Given the records below, pull every line with the word "rich" into the answer.

**Given entries**
══════════
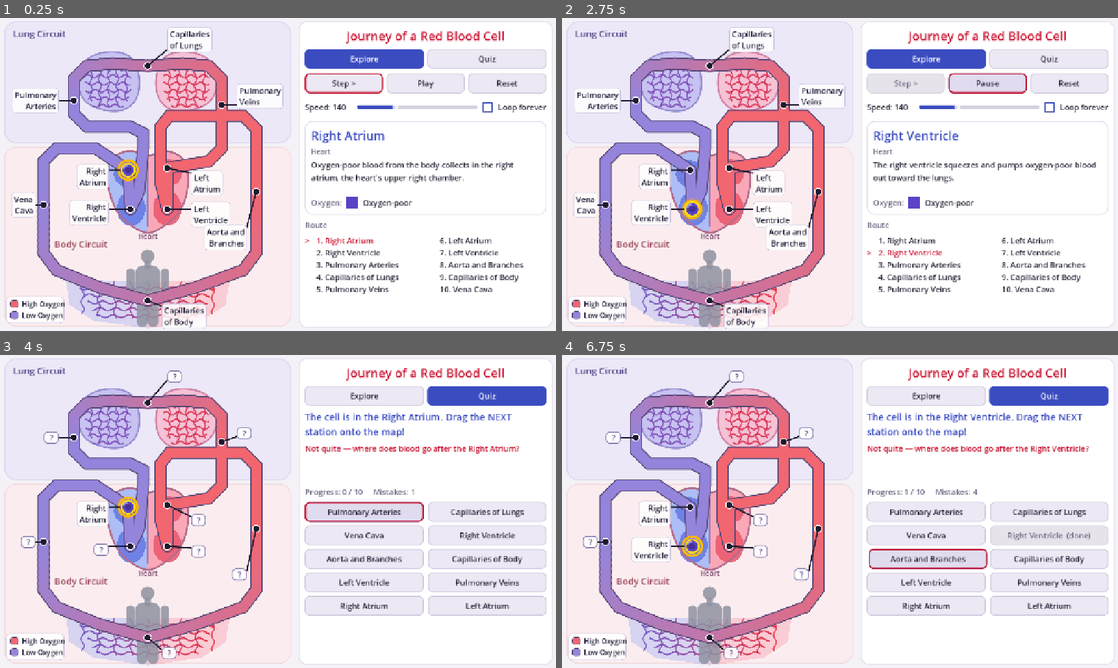
Above: before the commit, frames 1-4 (two rows, left to right).
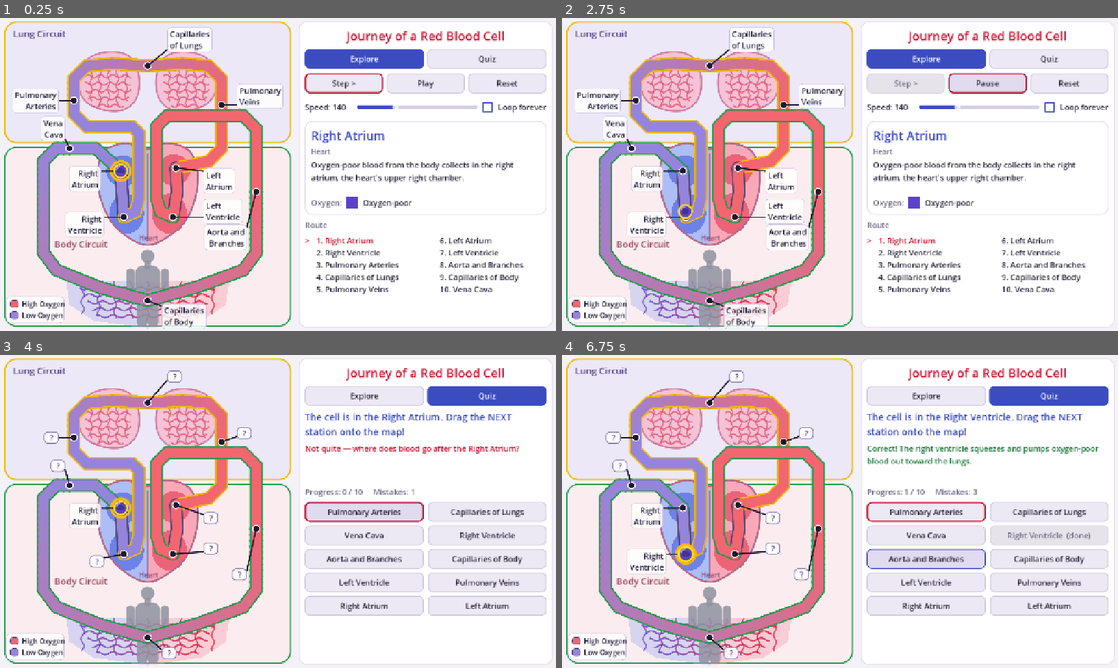
Above: after the commit, the same moments.

Repository: SFMiner/circulation-sim
Game: Godot game, scene res://scenes/main.tscn
Same seed, same stepped clock (60 frames per second), same inputs: the game is played once before the commit and once after it.
Inputs:
- Up to frame 1 (0.25 s): no input
- Up to frame 2 (2.75 s): click "Play" at 0.5 s; click "Explore" at 1.25 s; click "Play" at 2 s
- Up to frame 3 (4 s): click "Quiz" at 2.75 s; click "Pulmonary Arteries" at 3.5 s
- Up to frame 4 (6.75 s): click "Capillaries of Lungs" at 4.25 s; click "Vena Cava" at 5 s; click "Right Ventricle" at 5.75 s; click "Aorta and Branches" at 6.5 s

The runs differ from the first frame. In frame 1, 10% of the frame differs, in the area x 0-53%, y 1-99%; in frame 2, 11%; in frame 3, 9.5%; in frame 4, 11%, in the area x 0-97%, y 1-99%.

Commit message:
Map revisions: vena cava at top bend, U-shaped heart paths, larger heart, pink lungs, yellow/green circuit outlines, aorta bridges over pulmonary veins
Co-Authored-By: Claude Opus 5.5 <noreply@anthropic.com>
Claude-Session: https://claude.ai/code/session_01U97Ud5m6MhuEKmgWxJnPsK

Diff:
--- a/scripts/circulation_data.gd
+++ b/scripts/circulation_data.gd
@@ -35,14 +35,14 @@
 const STATIONS: Array[Dictionary] = [
 	{
 		"name": "Right Atrium",
-		"pos": Vector2(295, 350),
+		"pos": Vector2(278, 352),
 		"label_side": "left",
 		"circuit": "heart",
 		"info": "Oxygen-poor blood from the body collects in the right atrium, the heart's upper right chamber.",
 	},
 	{
 		"name": "Right Ventricle",
-		"pos": Vector2(300, 440),
+		"pos": Vector2(285, 458),
 		"label_side": "left",
 		"circuit": "heart",
 		"info": "The right ventricle squeezes and pumps oxygen-poor blood out toward the lungs.",
@@ -70,14 +70,14 @@
 	},
 	{
 		"name": "Left Atrium",
-		"pos": Vector2(385, 345),
+		"pos": Vector2(405, 345),
 		"label_side": "right",
 		"circuit": "heart",
 		"info": "Oxygen-rich blood from the lungs fills the left atrium, the heart's upper left chamber.",
 	},
 	{
 		"name": "Left Ventricle",
-		"pos": Vector2(385, 440),
+		"pos": Vector2(398, 458),
 		"label_side": "right",
 		"circuit": "heart",
 		"info": "The left ventricle is the strongest chamber. It pumps oxygen-rich blood out to the whole body.",
@@ -98,7 +98,7 @@
 	},
 	{
 		"name": "Vena Cava",
-		"pos": Vector2(100, 430),
+		"pos": Vector2(160, 300),
 		"label_side": "left",
 		"circuit": "body",
 		"info": "The vena cava is the large vein that returns oxygen-poor blood from the body to the heart.",
@@ -108,31 +108,38 @@
 ## SEGMENTS[i] is the polyline from station i to station (i + 1) % 10.
 ## First point == STATIONS[i].pos, last point == STATIONS[i + 1].pos.
 static var SEGMENTS: Array[PackedVector2Array] = [
-	# 0: Right Atrium -> Right Ventricle (through the tricuspid valve)
-	PackedVector2Array([Vector2(295, 350), Vector2(300, 440)]),
-	# 1: Right Ventricle -> Pulmonary Arteries
-	PackedVector2Array([Vector2(300, 440), Vector2(320, 400), Vector2(330, 300), Vector2(330, 265), Vector2(300, 250), Vector2(200, 250), Vector2(170, 220), Vector2(170, 190)]),
+	# 0: Right Atrium -> Right Ventricle (down the left side of the right heart)
+	PackedVector2Array([Vector2(278, 352), Vector2(285, 458)]),
+	# 1: Right Ventricle -> Pulmonary Arteries (U-turn, up beside the septum, out the top)
+	PackedVector2Array([Vector2(285, 458), Vector2(312, 446), Vector2(320, 415), Vector2(320, 265), Vector2(305, 250), Vector2(200, 250), Vector2(170, 220), Vector2(170, 190)]),
 	# 2: Pulmonary Arteries -> Capillaries of Lungs
 	PackedVector2Array([Vector2(170, 190), Vector2(170, 140), Vector2(200, 110), Vector2(260, 105), Vector2(340, 110)]),
 	# 3: Capillaries of Lungs -> Pulmonary Veins
 	PackedVector2Array([Vector2(340, 110), Vector2(420, 105), Vector2(480, 110), Vector2(510, 140), Vector2(510, 200)]),
-	# 4: Pulmonary Veins -> Left Atrium
-	PackedVector2Array([Vector2(510, 200), Vector2(510, 300), Vector2(480, 330), Vector2(385, 345)]),
-	# 5: Left Atrium -> Left Ventricle (through the mitral valve)
-	PackedVector2Array([Vector2(385, 345), Vector2(385, 440)]),
-	# 6: Left Ventricle -> Aorta and Branches
-	PackedVector2Array([Vector2(385, 440), Vector2(370, 380), Vector2(370, 250), Vector2(390, 225), Vector2(560, 225), Vector2(590, 255), Vector2(590, 400)]),
+	# 4: Pulmonary Veins -> Left Atrium (enters the left heart from the right)
+	PackedVector2Array([Vector2(510, 200), Vector2(510, 300), Vector2(480, 330), Vector2(405, 345)]),
+	# 5: Left Atrium -> Left Ventricle (down the right side of the left heart)
+	PackedVector2Array([Vector2(405, 345), Vector2(408, 400), Vector2(398, 458)]),
+	# 6: Left Ventricle -> Aorta and Branches (U-turn, up beside the septum, arch over the pulmonary veins)
+	PackedVector2Array([Vector2(398, 458), Vector2(370, 446), Vector2(360, 415), Vector2(360, 250), Vector2(385, 225), Vector2(560, 225), Vector2(590, 255), Vector2(590, 400)]),
 	# 7: Aorta and Branches -> Capillaries of Body
 	PackedVector2Array([Vector2(590, 400), Vector2(590, 540), Vector2(560, 580), Vector2(450, 620), Vector2(340, 650)]),
-	# 8: Capillaries of Body -> Vena Cava
-	PackedVector2Array([Vector2(340, 650), Vector2(230, 620), Vector2(130, 580), Vector2(100, 540), Vector2(100, 430)]),
+	# 8: Capillaries of Body -> Vena Cava (up the left side to the top bend)
+	PackedVector2Array([Vector2(340, 650), Vector2(230, 620), Vector2(130, 580), Vector2(100, 540), Vector2(100, 330), Vector2(130, 300), Vector2(160, 300)]),
 	# 9: Vena Cava -> Right Atrium
-	PackedVector2Array([Vector2(100, 430), Vector2(100, 330), Vector2(130, 300), Vector2(220, 300), Vector2(295, 350)]),
+	PackedVector2Array([Vector2(160, 300), Vector2(220, 300), Vector2(278, 352)]),
 ]
 
 ## Oxygen level (0.0 = depleted, 1.0 = full) at the START and END of each segment.
 ## Oxygen is interpolated linearly by distance along the segment.
 ## The cell is half-way through gas exchange when it sits on a capillary station.
+## Which loop each segment belongs to (used for the vessel outline colour):
+## "heart" = inside the heart, "lung" = lung circuit, "body" = body circuit.
+const SEGMENT_CIRCUIT: Array[String] = ["heart", "lung", "lung", "lung", "lung", "heart", "body", "body", "body", "body"]
+
+## Where the aorta passes OVER the pulmonary veins; the map redraws this piece on top.
+const AORTA_BRIDGE: Array[Vector2] = [Vector2(484, 225), Vector2(536, 225)]
+
 const SEGMENT_O2: Array[Vector2] = [
 	Vector2(0.0, 0.0),	# RA -> RV
 	Vector2(0.0, 0.0),	# RV -> PA
--- a/scripts/circulation_map.gd
+++ b/scripts/circulation_map.gd
@@ -4,7 +4,7 @@
 ## Vessels follow CirculationData.SEGMENTS exactly. Map-local space == screen (680 x 720).
 
 const VESSEL_WIDTH: float = 22.0
-const OUTLINE_EXTRA: float = 2.5
+const OUTLINE_EXTRA: float = 3.5
 const PIECE_LENGTH: float = 14.0
 const LABEL_FONT_SIZE: int = 18
 const CAPTION_FONT_SIZE: int = 21
@@ -19,13 +19,18 @@
 const COL_CAPTION: Color = Color(0.36, 0.3, 0.55)
 const COL_DOT: Color = Color(0.12, 0.1, 0.18)
 const COL_HIGHLIGHT: Color = Color(1.0, 0.72, 0.0)
+const COL_LUNG_OUTLINE: Color = Color(0.93, 0.72, 0.0)
+const COL_BODY_OUTLINE: Color = Color(0.15, 0.6, 0.3)
+const COL_LUNG_FILL: Color = Color(0.96, 0.76, 0.84)
+const COL_LUNG_EDGE: Color = Color(0.82, 0.5, 0.64)
+const COL_LUNG_CAP: Color = Color(0.86, 0.3, 0.42, 0.7)
 
 ## Heart outline control points (closed Catmull-Rom spline).
 static var HEART_CTRL: PackedVector2Array = PackedVector2Array([
-	Vector2(250, 352), Vector2(262, 320), Vector2(300, 306), Vector2(338, 318),
-	Vector2(375, 306), Vector2(414, 318), Vector2(432, 352), Vector2(430, 402),
-	Vector2(410, 450), Vector2(372, 482), Vector2(340, 494), Vector2(306, 480),
-	Vector2(272, 448), Vector2(252, 400),
+	Vector2(226, 345), Vector2(241, 305), Vector2(289, 288), Vector2(336, 302),
+	Vector2(382, 288), Vector2(431, 302), Vector2(454, 345), Vector2(451, 408),
+	Vector2(426, 468), Vector2(379, 508), Vector2(339, 522), Vector2(296, 505),
+	Vector2(254, 465), Vector2(229, 405),
 ])
 
 ## Left lung lobe control points (right lobe is the mirror image about x = 340).
@@ -37,16 +42,16 @@
 
 ## Label block anchor per station: x = edge of the block nearest the marker, y = vertical centre.
 const LABEL_ANCHORS: Array[Vector2] = [
-	Vector2(250, 365),
-	Vector2(250, 448),
+	Vector2(232, 370),
+	Vector2(240, 475),
 	Vector2(135, 190),
 	Vector2(385, 50),
 	Vector2(545, 180),
-	Vector2(440, 380),
-	Vector2(440, 452),
+	Vector2(468, 375),
+	Vector2(468, 445),
 	Vector2(568, 505),
 	Vector2(372, 686),
-	Vector2(82, 430),
+	Vector2(150, 255),
 ]
 
 var _all_labels: bool = true
@@ -122,6 +127,7 @@
 	_pieces.clear()
 	for seg: int in range(CirculationData.SEGMENTS.size()):
 		var o2: Vector2 = CirculationData.SEGMENT_O2[seg]
+		var outline: Color = _circuit_outline(CirculationData.SEGMENT_CIRCUIT[seg])
 		var count: int = 1
 		if not is_equal_approx(o2.x, o2.y):
 			count = maxi(2, ceili(CirculationData.segment_length(seg) / PIECE_LENGTH))
@@ -130,7 +136,7 @@
 			var f1: float = float(k + 1) / float(count)
 			var mean_o2: float = lerpf(o2.x, o2.y, (f0 + f1) * 0.5)
 			var col: Color = CirculationData.o2_to_color(mean_o2).lerp(Color.WHITE, 0.35)
-			_pieces.append({"pts": _sub_polyline(seg, f0, f1), "color": col})
+			_pieces.append({"pts": _sub_polyline(seg, f0, f1), "color": col, "outline": outline})
 
 	# Heart and its two halves.
 	_heart_poly = _closed_spline(HEART_CTRL, 8)
@@ -214,6 +220,15 @@
 	return out
 
 
+static func _circuit_outline(circuit: String) -> Color:
+	match circuit:
+		"lung":
+			return COL_LUNG_OUTLINE
+		"body":
+			return COL_BODY_OUTLINE
+	return COL_VESSEL_OUTLINE
+
+
 static func _lighten(c: Color, amount: float) -> Color:
 	return c.lerp(Color.WHITE, amount)
 
@@ -250,8 +265,8 @@
 
 func _draw_background() -> void:
 	draw_rect(Rect2(Vector2.ZERO, CirculationData.MAP_SIZE), COL_BG)
-	_box(Rect2(10, 8, 660, 280), COL_LUNG_ZONE, 26, Color(0.85, 0.82, 0.93), 2)
-	_box(Rect2(10, 296, 660, 414), COL_BODY_ZONE, 26, Color(0.94, 0.85, 0.86), 2)
+	_box(Rect2(10, 8, 660, 280), COL_LUNG_ZONE, 26, COL_LUNG_OUTLINE, 3)
+	_box(Rect2(10, 296, 660, 414), COL_BODY_ZONE, 26, COL_BODY_OUTLINE, 3)
 	draw_string(_font, Vector2(30, 44), "Lung Circuit", HORIZONTAL_ALIGNMENT_LEFT, -1, CAPTION_FONT_SIZE, COL_CAPTION)
 	draw_string(_font, Vector2(125, 528), "Body Circuit", HORIZONTAL_ALIGNMENT_LEFT, -1, CAPTION_FONT_SIZE, Color(0.6, 0.28, 0.36))
 
@@ -260,17 +275,14 @@
 	for li: int in range(_lobes.size()):
 		var poly: PackedVector2Array = _lobes[li]
 		var is_left: bool = li == 0
-		var fill: Color = Color(0.78, 0.76, 0.95) if is_left else Color(0.96, 0.76, 0.84)
-		var edge: Color = Color(0.6, 0.56, 0.82) if is_left else Color(0.82, 0.5, 0.64)
-		draw_colored_polygon(poly, fill)
+		# Both lungs are the same pink: oxygen is picked up in BOTH lungs.
+		draw_colored_polygon(poly, COL_LUNG_FILL)
 		var closed: PackedVector2Array = poly.duplicate()
 		closed.append(poly[0])
-		draw_polyline(closed, edge, 2.5, true)
+		draw_polyline(closed, COL_LUNG_EDGE, 2.5, true)
 
 		var cx: float = 250.0 if is_left else 430.0
-		var o2: float = 0.15 if is_left else 0.85
-		var cap: Color = CirculationData.o2_to_color(o2)
-		cap.a = 0.75
+		var cap: Color = COL_LUNG_CAP
 		# Wavy horizontal capillaries.
 		for r: int in range(7):
 			var y: float = 100.0 + float(r) * 17.0
@@ -353,31 +365,40 @@
 	# Inner chambers.
 	var blue_c: Color = Color(0.4, 0.48, 0.9, 0.9)
 	var red_c: Color = Color(0.92, 0.36, 0.44, 0.9)
-	draw_colored_polygon(_ellipse(Vector2(293, 358), 31.0, 31.0), blue_c)
-	draw_colored_polygon(_ellipse(Vector2(302, 438), 33.0, 40.0), blue_c)
-	draw_colored_polygon(_ellipse(Vector2(388, 356), 31.0, 31.0), red_c)
-	draw_colored_polygon(_ellipse(Vector2(385, 438), 33.0, 40.0), red_c)
+	draw_colored_polygon(_ellipse(Vector2(282, 352), 38.0, 36.0), blue_c)
+	draw_colored_polygon(_ellipse(Vector2(292, 450), 40.0, 46.0), blue_c)
+	draw_colored_polygon(_ellipse(Vector2(400, 350), 38.0, 36.0), red_c)
+	draw_colored_polygon(_ellipse(Vector2(390, 450), 40.0, 46.0), red_c)
 	# Septum.
-	draw_line(Vector2(SPLIT_X, 330), Vector2(SPLIT_X, 480), Color(0.55, 0.42, 0.62, 0.7), 3.0, true)
+	draw_line(Vector2(SPLIT_X, 312), Vector2(SPLIT_X, 512), Color(0.55, 0.42, 0.62, 0.7), 3.0, true)
 	var closed: PackedVector2Array = _heart_poly.duplicate()
 	closed.append(_heart_poly[0])
 	draw_polyline(closed, Color(0.7, 0.42, 0.55), 3.0, true)
-	draw_string(_font, Vector2(318, 508), "Heart", HORIZONTAL_ALIGNMENT_LEFT, -1, 16, Color(0.5, 0.3, 0.45))
+	draw_string(_font, Vector2(320, 512), "Heart", HORIZONTAL_ALIGNMENT_LEFT, -1, 16, Color(0.5, 0.3, 0.45))
 
 
 func _draw_vessels() -> void:
 	var outline_w: float = VESSEL_WIDTH + OUTLINE_EXTRA * 2.0
 	for piece: Dictionary in _pieces:
 		var pts: PackedVector2Array = piece["pts"]
-		draw_polyline(pts, COL_VESSEL_OUTLINE, outline_w, true)
-		draw_circle(pts[0], outline_w * 0.5, COL_VESSEL_OUTLINE, true, -1.0, true)
-		draw_circle(pts[pts.size() - 1], outline_w * 0.5, COL_VESSEL_OUTLINE, true, -1.0, true)
+		var oc: Color = piece["outline"]
+		draw_polyline(pts, oc, outline_w, true)
+		draw_circle(pts[0], outline_w * 0.5, oc, true, -1.0, true)
+		draw_circle(pts[pts.size() - 1], outline_w * 0.5, oc, true, -1.0, true)
 	for piece: Dictionary in _pieces:
 		var pts: PackedVector2Array = piece["pts"]
 		var col: Color = piece["color"]
 		draw_polyline(pts, col, VESSEL_WIDTH, true)
 		draw_circle(pts[0], VESSEL_WIDTH * 0.5, col, true, -1.0, true)
 		draw_circle(pts[pts.size() - 1], VESSEL_WIDTH * 0.5, col, true, -1.0, true)
+	# The aorta crosses OVER the pulmonary veins: redraw that stretch (outline + fill, flat
+	# ends) on top so the two vessels read as separate tubes instead of a T-junction.
+	# The fill is drawn longer than the outline so the outline's flat ends are hidden.
+	var b0: Vector2 = CirculationData.AORTA_BRIDGE[0]
+	var b1: Vector2 = CirculationData.AORTA_BRIDGE[1]
+	var dir: Vector2 = (b1 - b0).normalized()
+	draw_polyline(PackedVector2Array([b0, b1]), COL_BODY_OUTLINE, outline_w, true)
+	draw_polyline(PackedVector2Array([b0 - dir * 15.0, b1 + dir * 15.0]), _o2_light(1.0), VESSEL_WIDTH, true)
 
 
 func _draw_stations() -> void:
══════════
**Solution to this task**
 		"info": "Oxygen-rich blood from the lungs fills the left atrium, the heart's upper left chamber.",
 		"info": "The left ventricle is the strongest chamber. It pumps oxygen-rich blood out to the whole body.",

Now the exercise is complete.